BREXIT - Chance oder Risiko für die Europäische Union

14. Jun 2016 | Blog

VON Dieter Rom

Am 23. Juni 2016 erfolgt in Großbritannien die Abstimmung über einen Austritt der Briten aus der Europäischen Union. Nach den blutigen Weltkriegen in der ersten Hälfte des 20. Jahrhunderts, eine Zeit in der sich die europäischen Nationen regelmäßig auf dem Schlachtfeld begegneten, entwickelte sich Europa langsam zu einer Wirtschaftsgemeinschaft und jetzt wäre jedenfalls eine weitere Integrierung angesagt, um gegenüber den Wirtschaftsmächten USA und China die Interessen Europas wahren zu können.

 

Gerade die Briten waren eine der Hauptfiguren, die das europäische Projekt in die Gänge gebracht haben. Großbritannien unter Winston Churchill war die einzige Bastion, die Hitlerdeutschland stoppen konnte und so den Weg für die Demokratie gegenüber einer menschenverachtenden Diktatur geebnet hat. Und gerade dieses Land möchte die Europäische Union verlassen.

 

Was sind die Konsequenzen daraus:

  • Der größte Schaden ergibt sich sicher für das Projekt eines gemeinsamen Europas auf politischer Ebene innerhalb der Union, sowie vor allem der Machtposition Europas auf der Weltbühne.
  • Die EU verfügt nur über ca. 7% der Einwohner weltweit und über gut 24% der weltweiten Wirtschaftsleistung (noch knapp vor den USA und deutlich vor China und Japan).
  • Die EU verhält sich aber auf der Weltbühne leider nicht im Ausmaß ihrer Wirtschaftskraft. Ein allfälliger Austritt Großbritanniens wird diesen Prozess auch nicht verbessern.

 

Welche Maßnahmen hat die EU nach einem BREXIT zu setzen:
Großbritannien wird sicher versuchen, in eine Art „Parasitenstellung“ zu kommen. Alle Handelsvorteile, die die EU bietet, sollen bleiben und sonst leistet man zu einem gemeinsamen Europa keinen Beitrag. Die EU muss Maßnahmen ergreifen, die allen bestehenden und auch zukünftigen Mitgliedern die Vorteile des gemeinsamen Europas zeigt und all jenen, die an diesem Projekt nicht teilnehmen möchten, entsprechend alle Vorteile entziehen.

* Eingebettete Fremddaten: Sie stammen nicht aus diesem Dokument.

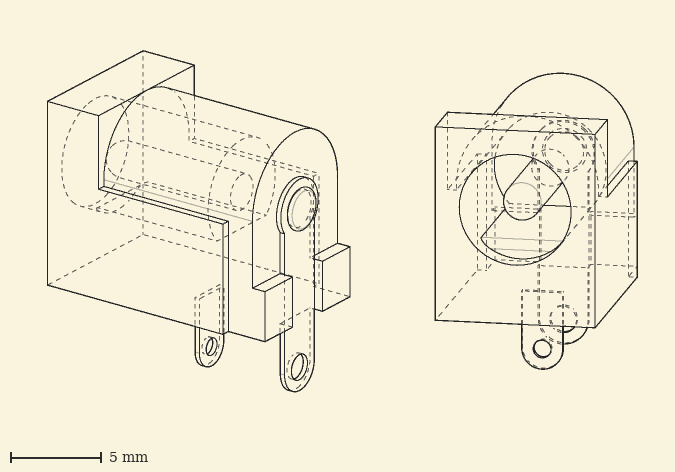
import cadquery as cq

housing_width = 9.0
housing_height = 11.0
collar_length = 3.5
side_wall_length = 12.0
side_wall_height = 6.6
barrel_radius = 4.0
barrel_axis_z = housing_height - barrel_radius
barrel_end_x = 13.65
foot_height = 3.0
overall_length = 14.5

bore_diameter = 6.3
bore_axis_z = 6.5
bore_depth = 10.0
pin_diameter = 2.1
pin_tip_x = 1.0
spring_front_x = 1.5
spring_top_z = 4.35
spring_nose_radius = 0.5

tab_thickness = 0.3
tab_bottom_z = -4.4
front_tab_x = 7.65
front_tab_width = 2.3
front_tab_hole = 1.0
rear_tab_width = 2.8
rear_tab_hole = 1.5
rear_tab_disc_diameter = 3.5

rivet_diameter = 2.5
rivet_thickness = 0.3


def box(x_start, x_end, width, z_start, z_end):
    """Box centred on Y = 0 between the given X and Z limits."""
    size = (x_end - x_start, width, z_end - z_start)
    return cq.Workplane("XY").box(*size, centered=(False, True, False)).translate((x_start, 0, z_start))


def x_cylinder(diameter, x_start, x_end, axis_z):
    """Cylinder along X in the Y = 0 plane."""
    profile = cq.Workplane("YZ", origin=(x_start, 0, axis_z)).circle(diameter / 2)
    return profile.extrude(x_end - x_start)


def make_housing():
    collar = box(0, collar_length, housing_width, 0, housing_height)
    side_walls = box(0, side_wall_length, housing_width, 0, side_wall_height)
    core = box(0, barrel_end_x, 2 * barrel_radius, 0, barrel_axis_z)
    barrel = x_cylinder(2 * barrel_radius, 0, barrel_end_x, barrel_axis_z)
    foot = box(0, overall_length, 2 * barrel_radius, 0, foot_height)
    tab_slot = box(barrel_end_x, overall_length, rear_tab_width, 0, foot_height)
    return collar.union(side_walls).union(core).union(barrel).union(foot).cut(tab_slot)


def make_bore():
    """Socket cavity: the bore less the contact spring filling its lower part."""
    bore = x_cylinder(bore_diameter, 0, bore_depth, bore_axis_z)
    spring = box(spring_front_x, bore_depth, bore_diameter, 0, spring_top_z)
    spring = spring.edges("<X and >Z").fillet(spring_nose_radius)
    return bore.cut(spring)


def make_pin():
    """Centre pin with a hemispherical tip, rooted in the back of the bore."""
    pin_radius = pin_diameter / 2
    dome_centre_x = pin_tip_x + pin_radius
    shaft = x_cylinder(pin_diameter, dome_centre_x, barrel_end_x, bore_axis_z)
    dome = cq.Workplane("XY").sphere(pin_radius).translate((dome_centre_x, 0, bore_axis_z))
    return shaft.union(dome)


def make_tab(x_start, width, hole_diameter, top_z):
    """Flat strip with a round lower end and a hole concentric with it."""
    x_end = x_start + tab_thickness
    end_z = tab_bottom_z + width / 2
    strip = box(x_start, x_end, width, end_z, top_z)
    round_end = x_cylinder(width, x_start, x_end, end_z)
    hole = x_cylinder(hole_diameter, x_start, x_end, end_z)
    return strip.union(round_end).cut(hole)


def make_rear_tab():
    """Rear solder tab, widened to a disc around the pin axis."""
    strip = make_tab(barrel_end_x, rear_tab_width, rear_tab_hole, bore_axis_z)
    disc = x_cylinder(rear_tab_disc_diameter, barrel_end_x, barrel_end_x + tab_thickness, bore_axis_z)
    return strip.union(disc)


def make_rivet():
    """Disc with a fully rounded rim, turned about the pin axis."""
    x_start = barrel_end_x + tab_thickness
    x_end = x_start + rivet_thickness
    rim_radius = rivet_thickness / 2
    flat_z = rivet_diameter / 2 - rim_radius
    profile = (
        cq.Workplane("XZ", origin=(0, 0, bore_axis_z))
        .moveTo(x_start, 0)
        .lineTo(x_start, flat_z)
        .threePointArc((x_start + rim_radius, rivet_diameter / 2), (x_end, flat_z))
        .lineTo(x_end, 0)
        .close()
    )
    return profile.revolve(360, (0, 0, 0), (1, 0, 0))


housing = make_housing().cut(make_bore())
front_tab = make_tab(front_tab_x, front_tab_width, front_tab_hole, foot_height)

result = housing.union(make_pin()).union(front_tab).union(make_rear_tab()).union(make_rivet())

  • Unterstützung des Abspaltungsprozesses in Schottland und danach sofortige Aufnahme Schottlands in die Europäische Union als Vollmitglied.
  • England kann als Nichtmitglied der EU nicht weiterhin den Finanzplatz Europas stellen. Es sind alle Maßnahmen zu setzen, dass die City of London durch die Finanzzentren Frankfurt und Paris abgelöst wird. Die City leistet gut 15% der gesamten Wirtschaftsleistung Großbritanniens. Mit dieser einfachen Maßnahme wird die britische Regierung sicher am stärksten unter Druck gebracht und die EU ex. Großbritannien kann die wirtschaftlichen Nachteile aus dem BREXIT dadurch in relativ kurzer Zeit ausmerzen.
  • Ist Punkt 2 erfolgreich, kann die güterproduzierende Wirtschaft von Sanktionen freigehalten werden.


Es bleibt zu hoffen, dass die Briten für einen Verbleib in der EU stimmen und Europa sich auf seine Stärken und nicht auf sinnloses nationales Geplänkel fokussiert.